Simultaneously, preparations for the levayah began. Tens of thousands were expected to pay their final respects and Misaskim had only a few hours in which to make the necessary arrangements. This was a tremendous task as every detail - from bringing in the sanitation department to clean up the area to preparing with the NYPD for crowd management - had to be carefully planned. Volunteers from surrounding areas were called in to assist with the chairs, lighting, sound systems and numerous other preparations. Misaskim estimates that nearly 12,000 bottles of water were distributed during the levayah. According to the NYPD, more than 10,000 people attended the funeral, including numerous gedolei hador and politicians.

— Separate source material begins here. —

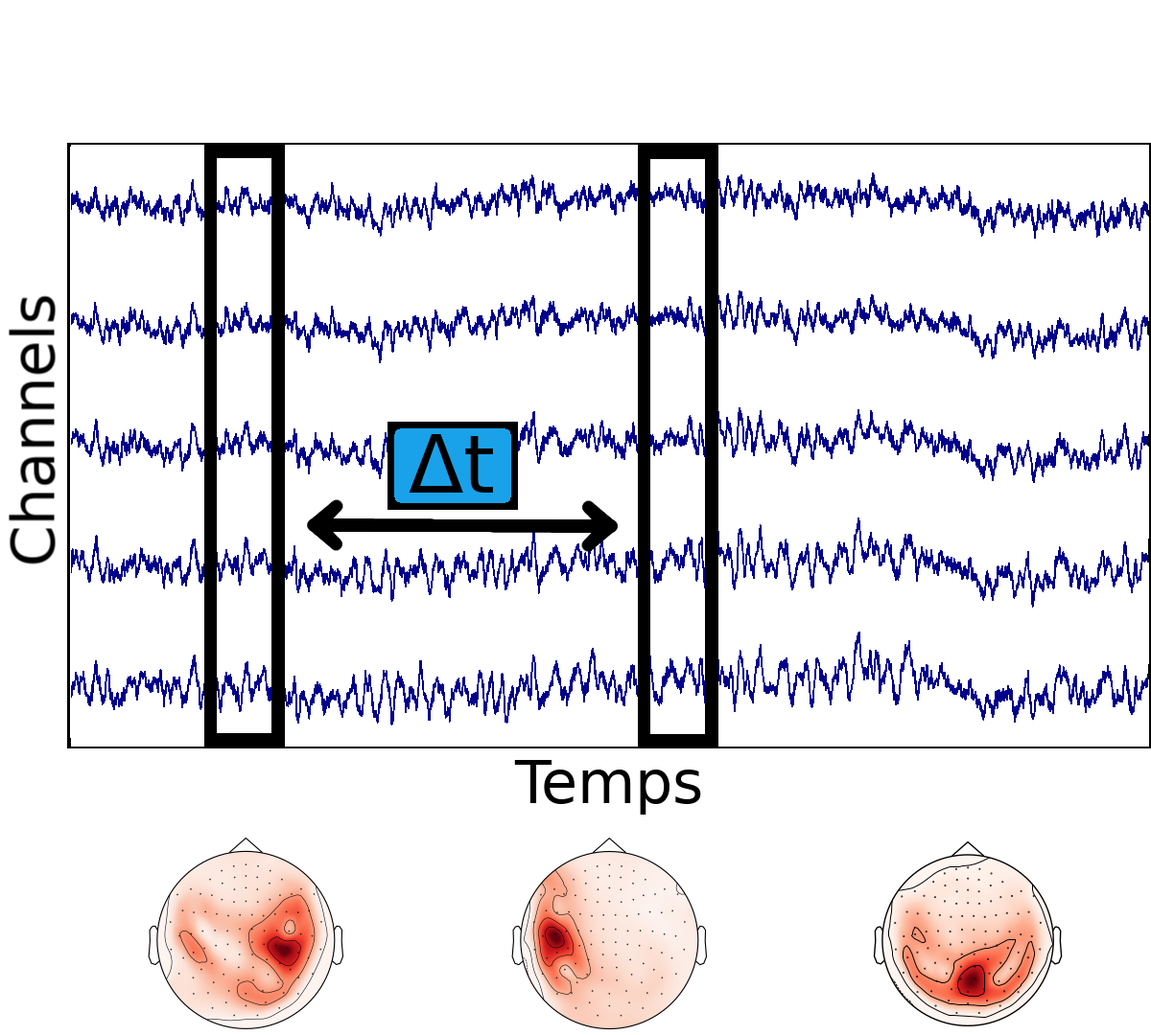
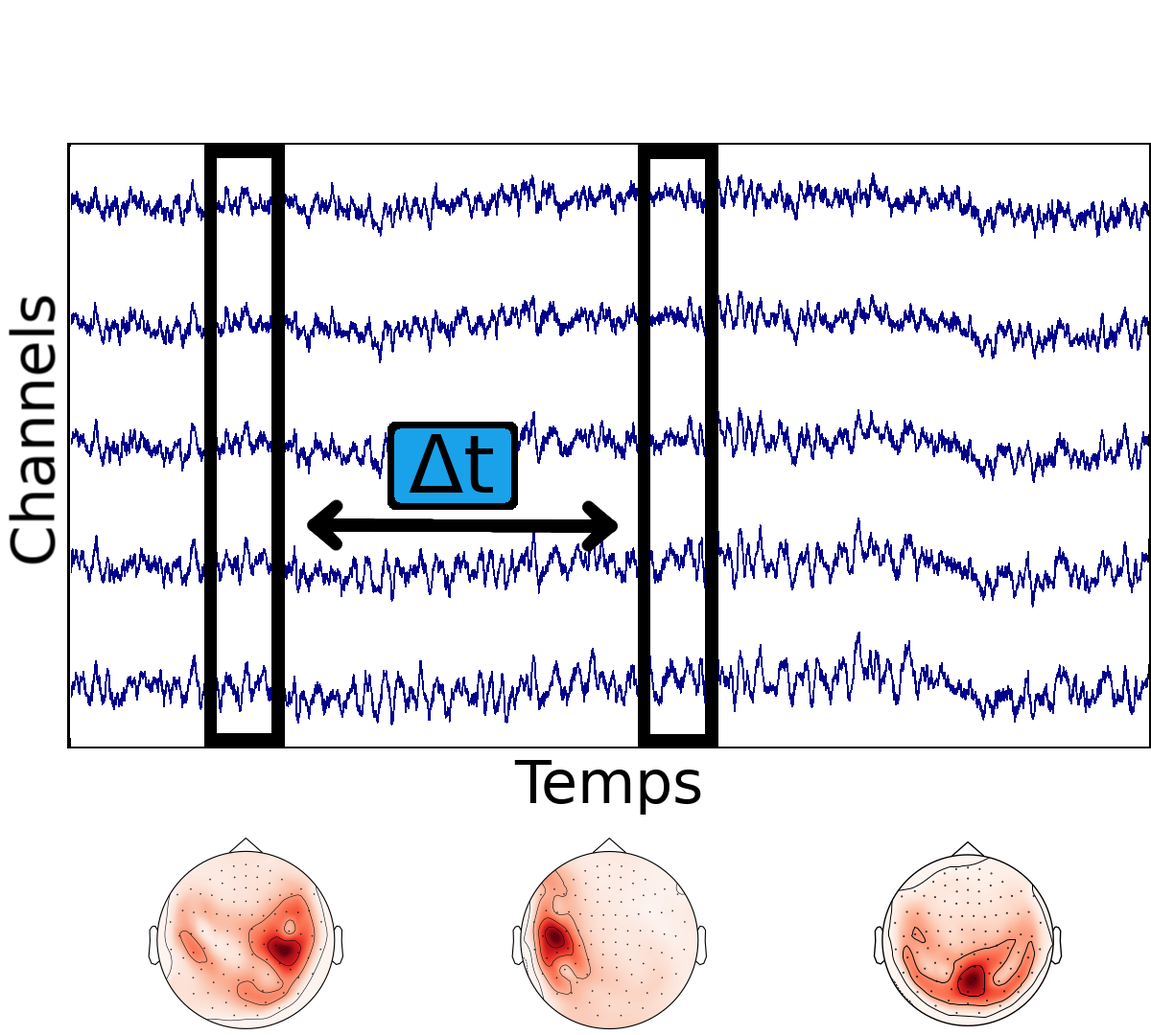
The second 1151×1035 image is a revision of the first. Changes to its layers:
painted on "text box" over [387, 421, 518, 511]

Thursday, July 15, 2011: The crowds dispersed and most people returned home grappling with a sense of shock, fear, and pain. But even after being involved in all the activities catalogued above, Misaskim had not yet completed its mission. The organization's Crisis Intervention Team, together with Chai Lifeline's Project C.H.A.I., expanded its response to support the mourning family and comfort the grieving community as more details came to light. Misaskim also took care of the needs most commonly associated with it - it delivered shivah chairs along with various other items from its g'mach nechumim, to the shivah home.

As the crowds continue to stream toward the Kletzky's home in the scorching heat to offer condolences, Misaskim continues to strive to live up to its mission; understanding tragedy with compassion - coordinating crisis with expertise.